Keywords: ontology, information retrieval, genetic algorithm, sensor networks

Introduction

Information retrieval is the process of extracting relevant documents from large data sets. Along with the increasing accumulation of data and the rising demand of high-quality retrieval results, traditional information retrieval techniques are unable to meet the task of high-quality search results. As a newly emerged knowledge organization system, ontology is vitally important in promoting the function of information retrieval in knowledge management.

Existing information retrieval models, such as the vector space model (VSM)[1], are based on certain rules to model text in pattern recognition and other fields. For example, a VSM splits, filters, and classifies text that looks very abstract and using certain rules calculates statistics such as word frequency.
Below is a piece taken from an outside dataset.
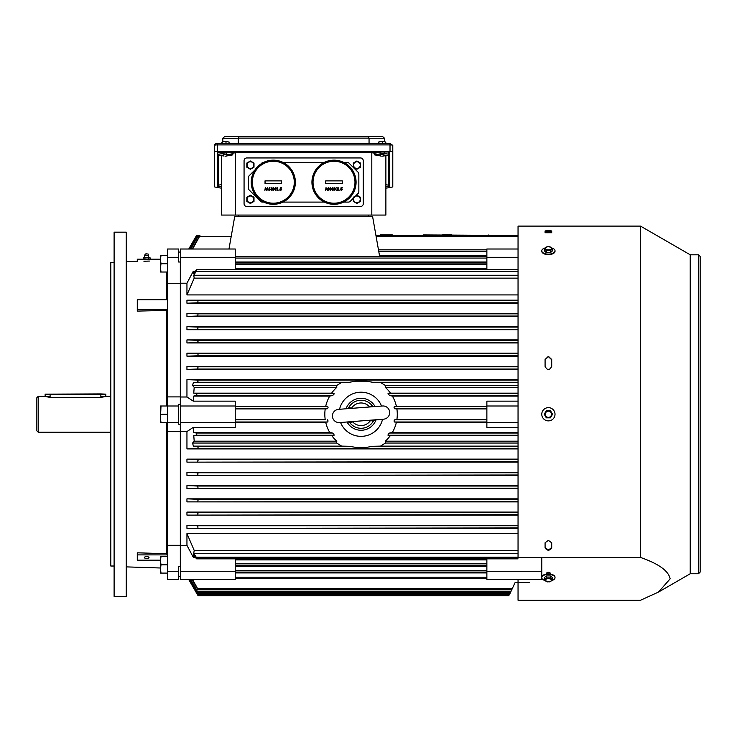 <?xml version="1.0" encoding="UTF-8"?>
<svg xmlns="http://www.w3.org/2000/svg" width="737" height="737" viewBox="0 0 737 737"><rect width="100%" height="100%" fill="white"/><g stroke="black" fill="none" stroke-linecap="round" stroke-linejoin="round"><path stroke-width="1.11" d="M160.998 556.536L160.463 556.536L160.463 560.673L160.998 556.536L167.631 556.536M160.998 564.809L160.463 560.673L160.463 568.955L160.998 564.809L167.631 564.809M160.998 573.091L160.463 568.955L160.463 573.091L167.631 573.091M160.463 573.091L160.463 568.955M160.463 422.55L160.998 422.55L160.463 418.413L160.998 405.995L160.463 405.995L160.463 422.55M167.631 249.005L178.667 249.005L167.631 249.005L167.631 405.995L160.998 405.995M167.631 414.277L160.998 414.277M167.631 396.893L180.325 396.893L180.325 404.337L178.667 404.337L178.667 405.995L167.631 405.995L167.631 422.55L160.998 422.55M550.465 581.465L552.538 579.669L550.465 577.882L546.329 577.882L544.256 579.669L547.554 581.889L550.88 581.465L549.24 581.889M551.506 580.24A3.105 1.557 180 0 0 548.392 578.683A3.105 1.557 180 0 0 545.288 580.24A3.105 1.557 180 0 0 548.392 581.797A3.105 1.557 180 0 0 551.506 580.24M544.726 580.461A6.624 3.307 0 0 1 541.778 577.707L541.778 577.228A6.624 3.307 0 0 1 548.392 573.92A6.624 3.307 0 0 1 555.016 577.228L555.016 577.707A6.624 3.307 0 0 1 552.059 580.461M541.778 577.707A6.624 3.307 0 0 1 548.392 574.399A6.624 3.307 0 0 1 555.016 577.707M546.596 573.008L547.269 572.529A1.382 0.691 0 0 1 549.526 572.529L550.198 573.008A2.211 1.105 180 0 0 546.596 573.008A2.211 1.105 180 0 0 546.191 573.644L546.191 574.105M550.603 574.105L550.603 573.644A2.211 1.105 180 0 0 550.198 573.008M552.538 579.669L552.538 577.707L550.465 575.91L546.329 575.91L544.256 577.707L544.256 579.669M547.554 581.889L546.329 581.465M546.329 577.882L546.329 575.91M550.465 577.882L550.465 575.91M38.232 432.204L36.85 430.832L36.85 397.722L38.232 396.34L38.232 432.204L110.799 432.204M100.858 396.81C107.27 396.211 107.27 396.386 100.858 397.317L50.098 397.317C43.686 396.386 43.686 396.211 50.098 396.81M105.741 396.34L105.833 394.157L100.858 393.908L45.132 394.157L105.833 394.157M160.463 255.463L160.463 267.872L160.998 263.735L160.463 259.599L160.998 255.463L160.463 255.463L167.631 255.463M423.13 234.928L423.13 235.481L423.13 234.928L518.047 235.481L375.944 235.481M451.394 234.928L451.394 234.375L444.393 234.375L444.393 234.928M444.393 234.375L442.909 234.375L442.909 234.928M451.182 234.375L451.182 234.928M442.909 234.375L442.697 234.928M332.442 416.469A6.624 6.624 0 0 0 339.545 422.568L383.562 419.187A6.624 6.624 0 0 0 389.661 412.075A6.624 6.624 0 0 0 382.549 405.986L338.532 409.357A6.624 6.624 0 0 0 332.442 416.469M374.221 406.621A2.764 2.69 92.3 0 1 372.028 405.553L373.733 406.584M375.069 406.557A16.002 16.002 0 0 0 346.022 408.786M347.348 408.602L348.868 407.331A2.764 2.69 -101.1 0 1 347.044 408.694L347.044 408.694A2.764 2.69 -101.1 0 1 346.86 408.722M347.035 421.988A16.002 16.002 0 0 0 376.082 419.758M368.878 407.036L369.43 406.686A11.304 11.304 0 0 0 351.613 408.049L352.212 408.307M374.755 419.943L373.235 421.214A14.021 14.021 0 0 1 350.075 422.992L348.371 421.96M370.619 420.182L369.891 420.237M353.226 421.518L352.489 421.573M348.61 422.006L348.057 421.923A2.764 2.69 92.3 0 1 350.075 422.992L352.673 421.868A11.304 11.304 0 0 0 370.49 420.495L373.235 421.214A2.764 2.69 -101.1 0 1 375.059 419.86L375.059 419.86A2.764 2.69 -101.1 0 1 375.234 419.823M339.545 422.568L348.057 421.923A2.764 2.69 92.3 0 0 347.873 421.923M351.475 408.362L348.868 407.331A14.021 14.021 0 0 1 372.028 405.553L369.606 406.971M374.295 406.612L373.484 406.538M546.329 410.666L544.256 414.258L546.329 417.842L550.465 417.842L552.538 414.258L550.465 410.666L546.329 410.666M551.506 414.258A3.105 3.105 -0 0 0 548.392 411.154A3.105 3.105 -0 0 0 545.288 414.258A3.105 3.105 -0 0 0 548.392 417.363A3.105 3.105 -0 0 0 551.506 414.258M541.778 414.258A6.624 6.624 180 0 1 548.392 407.635A6.624 6.624 180 0 1 555.016 414.258L555.016 414.258A6.624 6.624 180 0 1 548.392 420.882A6.624 6.624 180 0 1 541.778 414.258M552.538 414.258L550.465 417.842L546.329 417.842L544.256 414.258M148.736 257.83L148.598 255.288L144.728 255.288L144.599 257.83M148.598 255.288L148.045 253.97L145.281 253.97L144.728 255.288M143.227 259.212L143.227 257.83L150.108 257.83L150.108 259.212M144.94 257.83L144.94 259.212M148.386 257.83L148.386 259.212M146.11 253.97A1.105 1.105 0 0 1 147.216 253.97M167.631 263.735L160.998 263.735M160.998 272.017L160.463 267.872L160.463 272.017L167.631 272.017M380.264 235.481L380.264 234.928L392.397 234.928L392.397 235.481M340.558 422.485A22.073 22.073 0 0 0 382.549 419.27M180.325 404.337L180.325 422.55L235.232 422.55L235.232 401.149L193.287 401.149L193.555 396.119L329.697 396.119A36.224 36.224 0 0 0 325.699 406.373L327.79 406.548L328.057 407.653L327.348 408.759L325.22 408.924A36.224 36.224 0 0 0 325.22 419.62L235.232 419.795M518.047 446.281L372.636 446.281L366.39 447.387L355.713 447.387L349.458 446.281L341.618 446.125L336.708 443.048L336.791 441.177A36.224 36.224 0 0 1 331.613 435.392L334.091 435.245L333.889 434.139L332.58 433.043L329.697 432.426A36.224 36.224 0 0 1 325.699 422.172L327.79 421.997L328.057 420.891L327.348 419.795M372.636 446.281L380.485 446.125L385.396 443.048L385.313 441.177A36.224 36.224 0 0 0 390.481 435.392L388.003 435.245L388.215 434.139L389.514 433.043L392.397 432.426A36.224 36.224 0 0 0 396.405 422.172L394.313 421.997L394.046 420.891L394.746 419.795L396.884 419.62A36.224 36.224 0 0 0 396.884 408.924L486.871 408.924M518.047 326.666L186.949 326.666L197.774 327.081L198.023 328.186L197.175 329.292L186.949 329.706L518.047 329.706M197.866 527.95L197.958 526.844L197.074 525.748L186.949 525.334L186.949 528.365L518.047 527.95M197.82 514.702L197.995 513.606L197.12 512.501L186.949 512.086L186.949 515.117L518.047 514.702M197.636 461.731L198.078 460.625L197.313 459.519L186.949 459.114L186.949 462.145L518.047 461.731M197.682 474.978L198.06 473.873L197.267 472.767L186.949 472.353L186.949 475.393L518.047 474.978M197.728 488.216L198.041 487.111L197.221 486.015L186.949 485.6L186.949 488.631L518.047 488.216M197.774 501.464L198.023 500.359L197.175 499.253L186.949 498.838L186.949 501.879L518.047 501.464M196.567 557.743L196.208 558.425L196.567 557.743L193.748 553.294L194.2 550.401L186.949 533.625L186.949 545.343L180.325 545.343M518.047 275.251L193.748 275.251L196.567 270.801L196.208 270.129L196.567 270.801M518.047 300.18L186.949 300.18L197.866 300.595L197.958 301.7L197.074 302.806L186.949 303.22L518.047 303.22M518.047 313.428L186.949 313.428L197.82 313.842L197.995 314.948L197.12 316.044L186.949 316.459L518.047 316.459M518.047 339.914L186.949 339.914L197.728 340.328L198.041 341.434L197.221 342.539L186.949 342.954L518.047 342.954M518.047 353.161L186.949 353.161L197.682 353.576L198.06 354.672L197.267 355.778L186.949 356.192L518.047 356.192M518.047 366.4L186.949 366.4L197.636 366.814L198.078 367.92L197.313 369.025L186.949 369.44L518.047 369.44M518.047 382.263L372.636 382.263L366.39 381.167L355.713 381.167L349.458 382.263L197.359 382.263L198.087 381.167L197.59 380.062L186.949 379.647L186.949 397.003L180.325 397.003M518.047 448.897L186.949 448.897L197.59 448.483L198.087 447.387L197.359 446.281L193.361 446.125L192.597 443.048L194.2 441.177L336.791 441.177M331.613 435.392L193.748 435.392L196.282 435.245L196.825 434.139L196.208 433.043L193.555 432.426L329.697 432.426M333.889 394.406L332.58 395.502L196.208 395.502L196.825 394.406L196.282 393.309L193.748 393.153L331.613 393.153L334.091 393.309L333.889 394.406M518.047 395.502L389.514 395.502L388.003 393.309L390.481 393.153A36.224 36.224 0 0 0 385.313 387.367L518.047 387.367M486.871 408.759L394.746 408.759L394.046 407.653L394.313 406.548L396.405 406.373A36.224 36.224 0 0 0 392.397 396.119L518.047 396.119M509.479 594.63C508.88 595.911 508.88 595.911 509.479 594.63C508.88 595.911 508.88 595.911 509.479 594.63C508.88 595.911 508.88 595.911 509.479 594.63C508.88 595.911 508.88 595.911 509.479 594.63L509.94 593.654C509.341 594.934 509.341 594.934 509.94 593.654C509.341 594.934 509.341 594.934 509.94 593.654L510.852 591.682C510.253 592.972 510.253 592.972 510.852 591.682C510.253 592.972 510.253 592.972 510.852 591.682L512.252 588.688C511.653 589.978 511.653 589.978 512.252 588.688C511.653 589.978 511.653 589.978 512.252 588.688L515.099 582.58L529.636 582.58M512.252 588.688L197.636 588.688C198.29 590.061 198.179 590.061 197.313 588.688C198.179 590.061 198.29 590.061 197.636 588.688L192.587 579.54M510.852 591.682L197.59 591.682C198.29 593.055 198.207 593.055 197.359 591.682C198.207 593.055 198.29 593.055 197.59 591.682L190.754 579.54M509.94 593.654L197.544 593.654C198.281 595.017 198.235 595.017 197.405 593.654C198.235 595.017 198.281 595.017 197.544 593.654L189.483 579.54M198.004 594.63L197.498 594.63C198.271 595.993 198.253 595.993 197.452 594.63C198.253 595.993 198.271 595.993 197.498 594.63L188.81 579.54M325.699 406.373L235.232 406.373M325.22 408.924L235.232 408.924M486.871 419.62L396.884 419.62M325.22 419.62L235.232 419.62M325.699 422.172L235.232 422.172M486.871 422.172L396.405 422.172M518.047 432.426L392.397 432.426M518.047 427.396L486.871 427.396L486.871 422.55L518.047 422.55M349.458 382.263L341.618 382.429L336.708 385.506L336.791 387.367L194.2 387.367L192.597 385.506L193.361 382.429L197.359 382.263M518.047 393.153L390.481 393.153M329.697 396.119L332.58 395.502M193.555 396.119L196.208 395.502M518.047 435.392L390.481 435.392M518.047 441.177L385.313 441.177M192.173 249.005L199.156 236.568L197.765 236.559C198.465 235.195 198.382 235.195 197.534 236.559L196.595 236.559C197.332 235.186 197.276 235.195 196.438 236.586L189.289 249.005M231.178 236.568L199.478 236.568C200.132 235.186 200.022 235.186 199.156 236.568C200.022 235.186 200.132 235.186 199.478 236.568L192.587 249.005M190.441 249.005L197.534 236.559C198.382 235.195 198.465 235.195 197.765 236.559L190.754 249.005M189.483 249.005L196.595 236.559C197.332 235.186 197.276 235.195 196.438 236.586L195.987 236.559C196.751 235.195 196.733 235.195 195.931 236.559L188.746 249.005L195.931 236.559C196.733 235.195 196.751 235.195 195.987 236.559L188.81 249.005M541.778 557.458L541.778 579.54L486.871 579.54L486.871 571.267L541.778 571.267M518.047 528.365L186.949 528.365M518.047 525.334L186.949 525.334M518.047 515.117L186.949 515.117M518.047 512.086L186.949 512.086M518.047 501.879L186.949 501.879M518.047 498.838L186.949 498.838M518.047 488.631L186.949 488.631M518.047 485.6L186.949 485.6M518.047 475.393L186.949 475.393M518.047 472.353L186.949 472.353M518.047 462.145L186.949 462.145M518.047 459.114L186.949 459.114M518.047 533.625L186.949 533.625M180.325 431.55L186.949 431.55L186.949 448.897M167.631 571.267L178.667 571.267L178.667 579.54L167.631 579.54L167.631 545.279L180.325 545.279L180.325 431.661L180.325 579.54L188.746 579.54L197.452 594.63L188.746 579.54M486.871 559.908L235.232 559.908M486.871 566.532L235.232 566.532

Probability models[2] mainly rely on probabilistic operation and Bayes rules to match data information, in which the weight values of feature words are all multivalued. The probabilistic model uses the index word to represent the user’s interest, that is, the personalized query request submitted by the user. Meanwhile, there is no vocabulary set with a standard semantic feature and document label. Traditional weighted strategies lack semantic information of the document, which is not representative for the document description. On the basis of semantic annotation results, weighted item frequency[3] and domain ontology of the semantic relation are used to express the semantics of the document.[4]

References

  1. Tang, M.; Bian, Y.; Tao, F. (2010). "The Research of Document Retrieval System Based on the Semantic Vector Space Model". Journal of Intelligence 5 (29): 167–77. http://en.cnki.com.cn/Article_en/CJFDTOTAL-QBZZ201005036.htm. 
  2. Ma, C.; Liang, W.; Zheng, M. et al. (2016). "A Connectivity-Aware Approximation Algorithm for Relay Node Placement in Wireless Sensor Networks". IEEE Sensors Journal 16 (2): 515-528. doi:10.1109/JSEN.2015.2456931. 
  3. Yang, X.Q.; Yang, D.; Yuan, M. (2014). "Scientific Literature Retrieval Model Based on Weighted Term Frequency". Proceedings of the 2014 Tenth International Conference on Intelligent Information Hiding and Multimedia Signal Processing: 427–430. doi:10.1109/IIH-MSP.2014.113. 
  4. Xu, M.; Yang, Q.; Kwak, K.S. (2016). "Distributed Topology Control With Lifetime Extension Based on Non-Cooperative Game for Wireless Sensor Networks". IEEE Sensors Journal 16 (9): 3332-3342. doi:10.1109/JSEN.2016.2527056. 

Notes

This presentation is faithful to the original, with only a few minor changes to presentation. Grammar and punctuation was edited to American English, and in some cases additional context was added to text when necessary. In some cases important information was missing from the references, and that information was added.